The UK government has ruled out narrowing the gap between doses of coronavirus vaccine for care home residents, resisting pressure from the sector to reconsider its contentious decision to delay the second inoculation to help stretch supplies.

Care England wrote to Matt Hancock, health secretary, and Chris Whitty, England’s chief medical officer, on January 21, suggesting it would be “pragmatic to re-evaluate the evidence” for spacing out the shots more widely, amid reports of elderly residents catching the disease weeks after receiving their first shot.

As ministers race to meet a deadline of mid-February for vaccinating everyone aged over 70 plus health and care workers, the government has opted to leave a gap of up to 12 weeks between doses to maximise the number receiving at least one vaccination. One person familiar with discussions said in practice the gap was likely to be about 11 weeks.

Asked if there was a prospect of accelerating the second jab in care homes, Helen Whately, care minister, told the BBC’s Today programme: “I’m not expecting to do that because we want to protect as many people as we possibly can by getting the first jab to them.”

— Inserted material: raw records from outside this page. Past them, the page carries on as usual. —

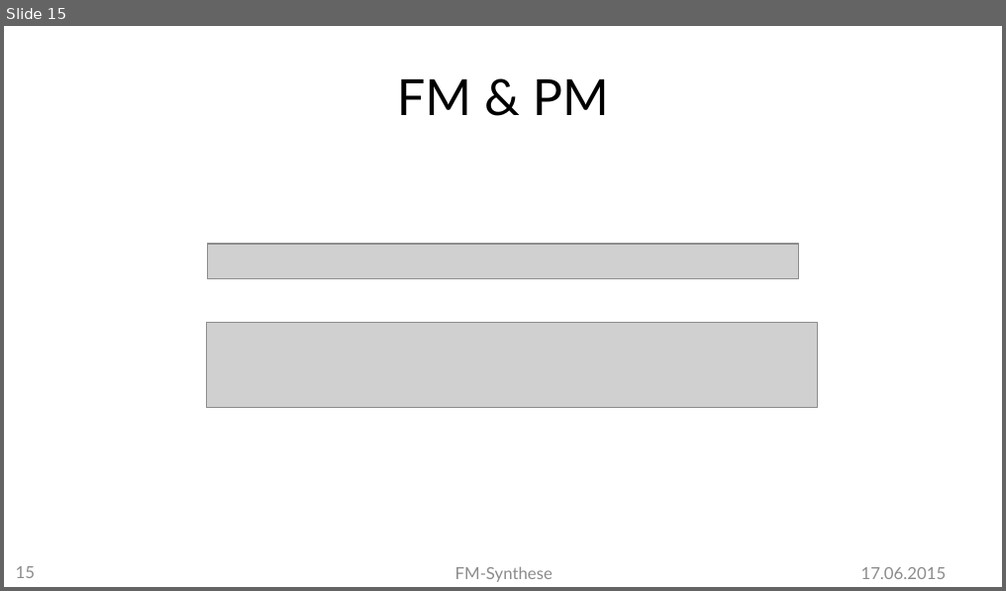
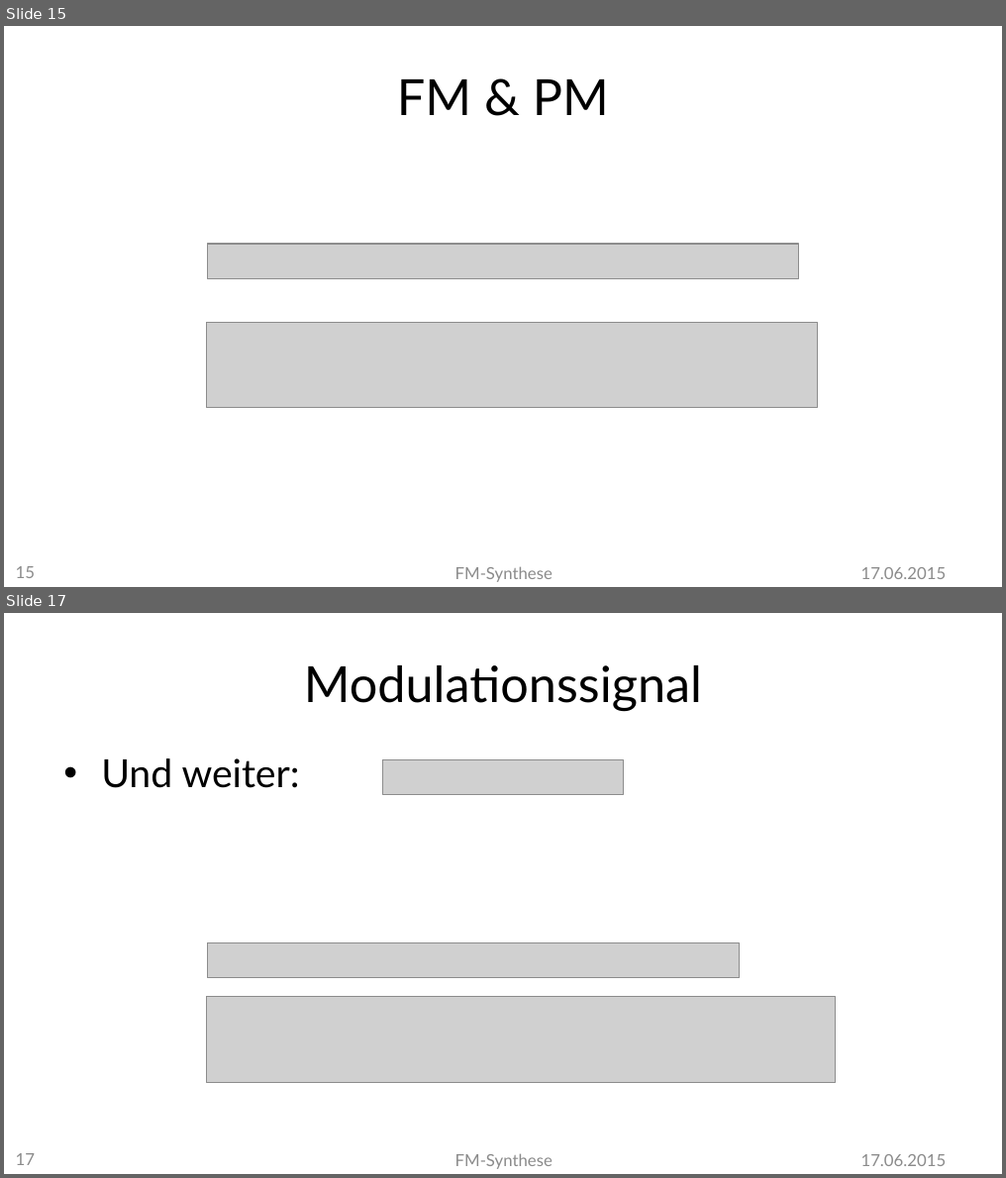
Before and after one commit to MBulli/VSeminar, a slide deck: Praesentation/FMSynthese-Markus.pptx. Shown one above the other, each under a label of ours: slide 15 before the commit, slides 15 and 17 after it; the slides between them are not shown. The pictures are 1006x591 and 1006x1178 pixels, drawn with LibreOffice and Linux fonts; fonts in the diff are those of the drawing; grey boxes stand for pictures; background and template pictures are left out. Boxes give left, top, right and bottom in pixels: in the first picture for what was removed or moved away, otherwise in the second. Text is boxed around its words. In the diff, an @@ line names an element or a change of style, - is before the commit and + after.

```diff
--- a/Praesentation/FMSynthese-Markus.pptx
+++ b/Praesentation/FMSynthese-Markus.pptx
@@ slide 17 added at (4,613,1002,1174), background #FFFFFF @@
@@ title added at (304,665,702,710), 36 pt, text #000000 @@
+Modulationssignal
@@ text added at (101,759,300,788), 28 pt, text #000000 @@
+• Und weiter:
@@ picture added at (382,760,623,794) @@
@@ picture added at (208,943,740,978) @@
@@ picture added at (207,997,836,1083) @@
@@ page number added at (16,1154,35,1165), 12 pt, text #8C8C8C @@
+17
@@ text added at (455,1154,552,1169), 12 pt, text #8C8C8C @@
+FM-Synthese
@@ text added at (861,1155,946,1166), 12 pt, text #8C8C8C @@
+17.06.2015
```
Also in this commit, not shown: 2 slides changed, 3 other slides added, 1 slide removed, 1 other file.

Later on Monday, Mr Hancock told a Number 10 media briefing: “We have visited every eligible care home with older residents in England and offered vaccinations to all of their residents and staff. This has been an incredible example of health and social care working side by side to protect people who are in the most need.”

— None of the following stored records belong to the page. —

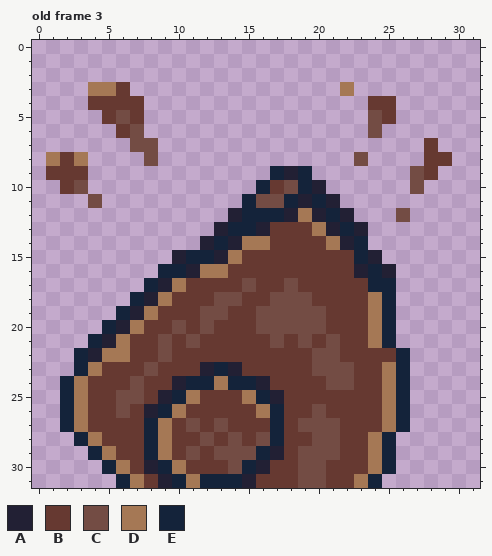
Two states of a pixel-art file, Assets/.editable/PiedraDestructible.aseprite. The first picture shows the starting point.
32x32 pixels, 3 frames. Shown: old frame 3. The commit also changed other frames, which this record leaves out.
Palette (. is transparent): A #222034  B #663931  C #734c44  D #a57855  E #14233a
Pixels before, old frame 3, first column x 1:
 3 ...DDB...............D.......
 4 ...BBBB................BB....
 5 ....BCB................CB....
 6 .....BC................C.....
 7 ......CC...................B.
 8 DBD....C..............C....BB
 9 BBB.............EAE.......CB.
10 .BC............EBCEA......C..
11 ...C..........ECCEAEA........
12 .............AEEEADAEA...C...
13 ............AEEABBBDAEA......
14 ...........AEADDBBBBDAE......
15 .........AEEADBBBBBBBBEA.....
16 ........EEADDBBBBBBBBBAEA....
17 .......EADBBBBCBBCBBBBBEE....
18 ......EADBBBCCBBCCCBBBBDE....
19 .....EADBBBCCBBCCCCCBBBDE....
20 ....EADBBCBCBBBCCCCCBBBDE....
21 ...EADBBCBCBBBBBCBCBCBBDE....
22 ..EADDBBCBBBBBBBBBBCCBBBBE...
23 ..EDBBBCBBBAEABBBBBCCCBBDE...
24 .EDBBBCBBAEEDEEABBBBCCBBDE...
25 .EDBBCCBAEDBBBDEABBBBBBBDE...
26 .EDBBCBAEDBBBBBDEBBCBBBBDE...
27 .EDBBBBEDBCBCBBBEBCCCBBBDE...
28 ..EDBBBEDBBCBCBCEBBCCBBDE....
29 ...EDBBEDBCBCCCEABCCCBBDE....
30 ....EDBAEDBBBCEABBCCBBBDE....
31 .....EDBAEDEEEABBBCCBBDE.....
After:
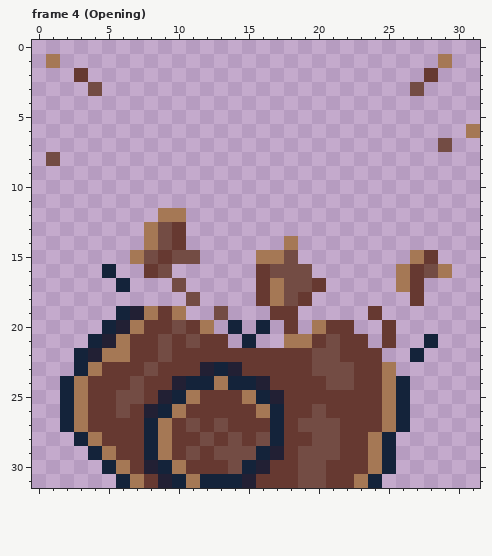
A new or re-ordered frame is compared with the old frame closest to it.
Edits made:
frames 3 -> 6
Changed rows in their new state; - is an unchanged pixel.
Frame 4 (Opening) is new; against old frame 3:
first column x 1:
 1 D---------------------------D--
 2 --B------------------------B---
 3 ---C..---------------.----C----
 4 ---....----------------..------
 5 ----...----------------..------
 6 -----..----------------.------D
 7 ------..-------------------.C--
 8 C..----.--------------.----..--
 9 ...-------------...-------..---
10 -..------------.....------.----
11 ---.----------.......----------
12 --------DD---.........---.-----
13 -------DCB--...........--------
14 -------DCB-......D.....--------
15 ------DCBCC....DDC......--DB---
16 ----E--BC......-CCC......DBCD--
17 -----E-..C.....-D-C-.....DB----
18 ------....C....-D-B......-B----
19 ---------D..-...BB.....B.------
20 -----------D.E.E.B.D--..B------
21 -------------.E..DD----.B--E---
22 ------------------------..E----
23 -------------------------.-----

Martin Green, chief executive of Care England, which represents care home operators, praised the speed and effectiveness of the rollout. But he added that a second dose within a shorter timescale “might help protect those most at risk of severe disease and mortality and also alleviate the burden upon the NHS by preventing hospitalisation”. Care England is also seeking assurances that there will be adequate supplies of the second dose.

Deaths in care homes with Covid-19 on the death certificate have risen by about a third in England and Wales over the past week.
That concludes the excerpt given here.